Jane thinks New Zealand’s probably a couple of years behind in terms of our acceptance of AI.
CM: Do you think New Zealand should be more accepting of AI in our creative industries?
EB: We don’t need to be. Creativity is a human art form. People get so tribal about the ways that we do things, and I don’t think it’s helpful.
I saw one piece of research from America that said that 60% of writers are using AI. Maybe there are people who would rather just sit there on Google and figure it out the old fashioned way [Broadmore was referring to research]. But I don’t think it’s helpful to say that we should be more accepting.
CM: One of the reasons there’s anxiety about AI is that it is unregulated and there seems to be this inevitability that AI will get increasingly competent the more it’s used: there are already news stories out there suggesting that AI can write a passable book. Was anyone at the workshop experimenting with using AI to write, as well as assist with research?
EB: I’d assume that the only people that would use it to write are people that are going straight to ebook commercially. I don’t know much about this industry, so I’m probably the wrong person to talk to, but there are people that write to the market.
From my own perspective, I can’t imagine someone like you and me doing that. Writing is so hard, but we do it because we love writing.
CM: You want to discover the capacities of your own mind, and craft, don’t you?
EB: Yes, so why would you want a computer to do it? I haven’t met a single writer that would actually want to own up to not wanting to do the writing.
CM: So, is it fair to say that one of the reasons you’re doing your workshops is to acknowledge that AI is here?
EB: It’s here. We can’t stop it. It’s changing my industry. Yes, there are people out of work, but what I’m working on right now is the young people. It’s the new grads who aren’t getting hired so how do we get those people into the workforce and train them when they aren’t needed any more because of AI? That scares me but I can’t stop it, so where are the good bits?
CM: What kind of things are you doing to try and help the new graduates?
EB: Remember when you and I were young, we would get given grunt work?
CM: We’re still young.
EB: We’d get asked to give a press release a go, or drafting an opinion piece.

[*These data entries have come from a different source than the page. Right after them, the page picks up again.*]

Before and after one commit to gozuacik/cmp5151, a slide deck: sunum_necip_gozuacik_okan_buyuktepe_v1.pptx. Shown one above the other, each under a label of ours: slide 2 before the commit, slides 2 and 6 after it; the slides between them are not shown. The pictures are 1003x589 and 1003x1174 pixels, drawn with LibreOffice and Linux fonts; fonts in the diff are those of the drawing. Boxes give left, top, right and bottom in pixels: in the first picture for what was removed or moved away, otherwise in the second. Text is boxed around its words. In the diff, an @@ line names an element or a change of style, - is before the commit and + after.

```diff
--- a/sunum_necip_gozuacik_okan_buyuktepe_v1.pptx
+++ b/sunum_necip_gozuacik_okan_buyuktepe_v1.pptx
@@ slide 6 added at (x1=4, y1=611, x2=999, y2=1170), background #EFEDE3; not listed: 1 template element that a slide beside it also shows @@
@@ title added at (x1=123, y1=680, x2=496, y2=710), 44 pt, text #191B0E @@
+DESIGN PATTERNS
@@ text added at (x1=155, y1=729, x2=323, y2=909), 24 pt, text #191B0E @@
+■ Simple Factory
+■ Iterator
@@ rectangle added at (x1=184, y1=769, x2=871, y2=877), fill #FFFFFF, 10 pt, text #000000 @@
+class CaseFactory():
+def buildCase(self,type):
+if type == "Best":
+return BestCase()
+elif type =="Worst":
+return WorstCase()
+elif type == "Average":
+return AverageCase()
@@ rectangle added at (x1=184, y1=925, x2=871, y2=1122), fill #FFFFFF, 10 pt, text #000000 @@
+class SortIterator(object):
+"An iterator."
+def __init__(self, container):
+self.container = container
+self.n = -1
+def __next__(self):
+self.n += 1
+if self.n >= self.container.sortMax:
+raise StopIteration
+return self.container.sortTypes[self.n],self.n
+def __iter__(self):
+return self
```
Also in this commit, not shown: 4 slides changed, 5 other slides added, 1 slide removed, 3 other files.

That doesn’t exist any more. Our clients are using AI. Everyone’s using AI. There’s an expectation we are using AI.
I’ll be completely honest with you. We had our graduate employee leave last year, and I didn’t replace her for six months because AI was doing everything she was doing faster and better. Then I felt really guilty, and I hired two interns. They’re paid above the living wage here at Heft and the reality is we don’t necessarily need them, because AI can do all that stuff. But ethically, taking on young people and training them is going to become like a moral and ethical thing for businesses.
So to your question, what are we doing? We’re redefining grad roles. If you’ve got a young person in the office now, you’re not asking them to draft a press release from scratch. The AI is going to draft the press release from scratch. What you’re asking the young person to do is apply judgment, critical thinking and to understand the brand and the brand voice. So they’re actually being put into a management role. They’re providing judgment of the outcome. So the work that they are doing is looking at content and critiquing it with a red pen, rather than being the person creating the content and being critiqued. It’s completely flipped around.

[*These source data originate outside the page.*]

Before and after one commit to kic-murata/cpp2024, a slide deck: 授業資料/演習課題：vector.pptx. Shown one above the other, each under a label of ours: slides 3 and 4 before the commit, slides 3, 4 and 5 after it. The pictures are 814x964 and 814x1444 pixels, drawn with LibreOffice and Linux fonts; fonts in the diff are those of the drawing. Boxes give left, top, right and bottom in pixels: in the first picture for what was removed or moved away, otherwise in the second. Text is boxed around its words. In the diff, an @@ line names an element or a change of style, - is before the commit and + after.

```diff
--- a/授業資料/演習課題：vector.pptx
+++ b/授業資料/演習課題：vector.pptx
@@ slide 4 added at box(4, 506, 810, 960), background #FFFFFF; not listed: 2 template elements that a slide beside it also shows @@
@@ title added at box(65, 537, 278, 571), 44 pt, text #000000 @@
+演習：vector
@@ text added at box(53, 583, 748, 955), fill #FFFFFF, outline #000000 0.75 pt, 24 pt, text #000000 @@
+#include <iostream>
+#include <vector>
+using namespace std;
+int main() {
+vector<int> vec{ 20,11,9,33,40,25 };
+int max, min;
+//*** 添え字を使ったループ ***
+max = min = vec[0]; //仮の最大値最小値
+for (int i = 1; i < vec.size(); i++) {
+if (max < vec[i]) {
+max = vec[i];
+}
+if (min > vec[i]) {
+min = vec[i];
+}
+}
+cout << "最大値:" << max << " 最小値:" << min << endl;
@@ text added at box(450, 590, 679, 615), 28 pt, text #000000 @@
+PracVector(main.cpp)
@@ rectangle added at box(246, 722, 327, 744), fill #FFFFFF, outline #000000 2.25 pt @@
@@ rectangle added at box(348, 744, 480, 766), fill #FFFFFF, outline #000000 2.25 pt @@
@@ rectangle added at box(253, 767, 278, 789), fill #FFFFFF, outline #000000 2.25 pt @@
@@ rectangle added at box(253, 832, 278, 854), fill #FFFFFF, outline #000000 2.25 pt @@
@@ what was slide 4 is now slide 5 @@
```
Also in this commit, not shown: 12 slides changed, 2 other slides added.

There are so many issues with this: young people haven’t fully formed their ability to critically analyse work. They haven’t got their 10,000 hours of experience yet. What that means is that we’re in a Socratic dialogue with them, where the conversation isn’t showing them what they’ve done wrong in terms of where you need to work a bit more. Instead, the conversation is: “What do you think’s wrong about this piece of work? Does this reflect the client’s voice? Is this actually her opinion, or was it just made up? Can you go and check that?”
It’s giving young people way more clout. But it requires a whole new way of thinking.